There was once a young man who dreamed of reducing the world to pure logic. Because he was a very clever young man, he actually managed to do it. And when he’d finished his work, he stood back and admired it. It was beautiful. A world purged of imperfection and indeterminacy. Countless acres of gleaming ice stretching to the horizon.
So the clever young man looked around the world he had created, and decided to explore it. He took one step forward and fell flat on his back. You see, he had forgotten about friction. The ice was smooth and level and stainless, but you couldn’t walk there. So the clever young man sat down and wept bitter tears. But as he grew into a wise old man, he came to understand that roughness and ambiguity aren’t imperfections. They’re what make the world turn. He wanted to run and dance. And the words and things scattered upon this ground were all battered and tarnished and ambiguous, and the wise old man saw that that was the way things were.
But something in him was still homesick for the ice, where everything was radiant and absolute and relentless. Though he had come to like the idea of the rough ground, he couldn’t bring himself to live there. So now he was marooned between earth and ice, at home in neither.

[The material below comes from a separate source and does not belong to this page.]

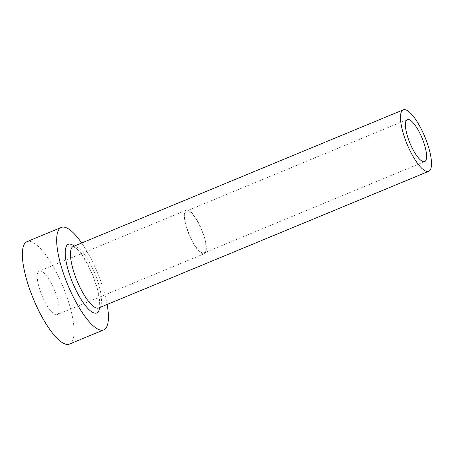 <?xml version="1.0" encoding="UTF-8"?>
<svg xmlns="http://www.w3.org/2000/svg" width="454" height="454" viewBox="0 0 454 454"><rect width="100%" height="100%" fill="white"/><g stroke="black" fill="none" stroke-linecap="round" stroke-linejoin="round"><path stroke-width="0.34" stroke-dasharray="2.27 1.7" d="M203.761 253.031A22.728 6.572 67.5 0 0 204.022 252.946A22.728 6.572 67.5 0 0 201.576 229.872A22.728 6.572 67.5 0 0 186.889 210.855A22.728 6.572 67.5 0 0 186.628 210.94A22.728 6.572 67.5 0 0 189.074 234.014A22.728 6.572 67.5 0 0 203.761 253.031M39.47 270.998A23.563 6.81 -112.5 0 1 54.696 290.713A23.563 6.81 -112.5 0 1 57.227 314.628A23.563 6.81 -112.5 0 1 56.954 314.718A23.563 6.81 -112.5 0 1 41.734 295.009A23.563 6.81 -112.5 0 1 39.197 271.089A23.563 6.81 -112.5 0 1 39.47 270.998M204.067 253.803A23.563 6.81 67.5 0 0 204.34 253.712A23.563 6.81 67.5 0 0 201.803 229.792A23.563 6.81 67.5 0 0 186.583 210.083A23.563 6.81 67.5 0 0 186.31 210.174A23.563 6.81 67.5 0 0 188.847 234.094A23.563 6.81 67.5 0 0 204.067 253.803M69.422 344.081A55.439 16.026 67.5 0 0 63.458 287.802A55.439 16.026 67.5 0 0 27.643 241.426A55.439 16.026 67.5 0 0 27.002 241.636M107.11 304.475A55.439 16.026 67.5 0 0 81.658 243.009M74.229 246.085A37.149 10.737 -112.5 0 1 92.457 274.539A37.149 10.737 -112.5 0 1 99.681 307.551M98.7 307.96A33.267 9.613 67.5 0 0 95.119 274.193A33.267 9.613 67.5 0 0 73.627 246.363A33.267 9.613 67.5 0 0 73.247 246.488M424.689 161.567L204.022 252.946M204.34 253.712L57.227 314.628M73.037 246.539L75.54 247.935C78.905 250.046 87.083 261.481 92.412 274.863C96.833 285.901 99.171 295.1 99.415 302.455C99.267 308.669 98.246 308.101 98.518 308.067M186.31 210.174L39.197 271.089M407.295 119.567L186.628 210.94"/><path stroke-width="0.68" d="M424.428 161.652A22.728 6.572 67.5 0 0 424.689 161.567A22.728 6.572 67.5 0 0 422.243 138.493A22.728 6.572 67.5 0 0 407.556 119.476A22.728 6.572 67.5 0 0 407.295 119.567A22.728 6.572 67.5 0 0 409.741 142.641A22.728 6.572 67.5 0 0 424.428 161.652M403.646 109.703A33.267 9.613 67.5 0 0 403.266 109.834A33.267 9.613 67.5 0 0 406.846 143.6A33.267 9.613 67.5 0 0 428.338 171.425A33.267 9.613 67.5 0 0 428.718 171.3A33.267 9.613 67.5 0 0 425.137 137.534A33.267 9.613 67.5 0 0 403.646 109.703M81.658 243.009A55.439 16.026 67.5 0 0 61.965 227.21A55.439 16.026 67.5 0 0 61.33 227.42A55.439 16.026 67.5 0 0 67.294 283.705A55.439 16.026 67.5 0 0 103.115 330.081A55.439 16.026 67.5 0 0 103.75 329.871A55.439 16.026 67.5 0 0 107.11 304.475M61.33 227.42L27.002 241.636A55.439 16.026 67.5 0 0 32.966 297.915A55.439 16.026 67.5 0 0 68.787 344.297A55.439 16.026 67.5 0 0 69.422 344.081L103.75 329.871M99.681 307.551A37.149 10.737 -112.5 0 1 96.322 313.107A37.149 10.737 -112.5 0 1 72.033 281.315A37.149 10.737 -112.5 0 1 68.758 244.184A37.149 10.737 -112.5 0 1 74.229 246.085M403.266 109.834L73.247 246.488A33.267 9.613 67.5 0 0 76.822 280.26A33.267 9.613 67.5 0 0 98.314 308.084A33.267 9.613 67.5 0 0 98.7 307.96L98.563 308.011M428.718 171.3L98.7 307.96"/></g></svg>

And this was the cause of all his grief.”
“There is nothing more basic in human life than cause and effect. It has been a triumph of mathematics, science, and engineering to break up unified events into causal chains made up of much more elementary events, such that each is the effect of the previous one and the cause of the next. This kind of analysis gives us the feeling that we understand the complex event, having consciously reduced it to a set of basic events that are taken as self-evident. This type of explanation lends itself especially well to expression in form approaches because we can code the basic events and the causal relations symbolically, in such a way that manipulation of the formal objects correlates with the changes in the complex system they code.
For example, life and death are the biggest mysteries, and the moment of death is dramatic and punctual, but medical science breaks the event into complicated causal chains involving simply cellular and metabolic events based on heart rates, blood flow, oxygen delivery, neuronal activation, and so on. Similarly, a mathematical truth can seem striking and even mysterious, but the method of proof breaks the mystery down into a sequence of logical steps, each seemingly simply and obvious, and each leading to the subsequent step until the conclusion is reached. This was Aristotle’s insight, which also drives modern computers.”
“To the superficial observer scientific truth is unassailable, the logic of science is infallible; and if scientific men sometimes make mistakes, it is because they have not understood the rules of the game. Mathematical truths are derived from a few self-evident propositions, by a chain of flawless reasonings; they are imposed not only on us, but on Nature itself. By them the Creator is fettered, as it were, and His choice is limited to a relatively small number of solutions. A few experiments, therefore, will be sufficient to enable us to determine what choice He has made. From each experiment a number of consequences will follow by a series of mathematical deductions, and in this way each of them will reveal to us a corner of the universe. This, to the minds of most people, and to students who are getting their first ideas of physics, is the origin of certainty in science. This is what they take to be the role of experiment and mathematics. And thus, too, it was understood a hundred years ago by many men of science who dreamed of constructing the world with the aid of the smallest possible amount of material borrowed from experiment.
But upon more mature reflection the position held by hypothesis was seen; it was recognised that it is as necessary to the experimenter as it is to the mathematician. And then the doubt arose if all these constructions are built on solid foundations. The conclusion was drawn that a breath would bring them to the ground. This sceptical attitude does not escape the charge of superficiality. To doubt everything or to believe everything are two equally convenient solutions; both dispense with the necessity of reflection.”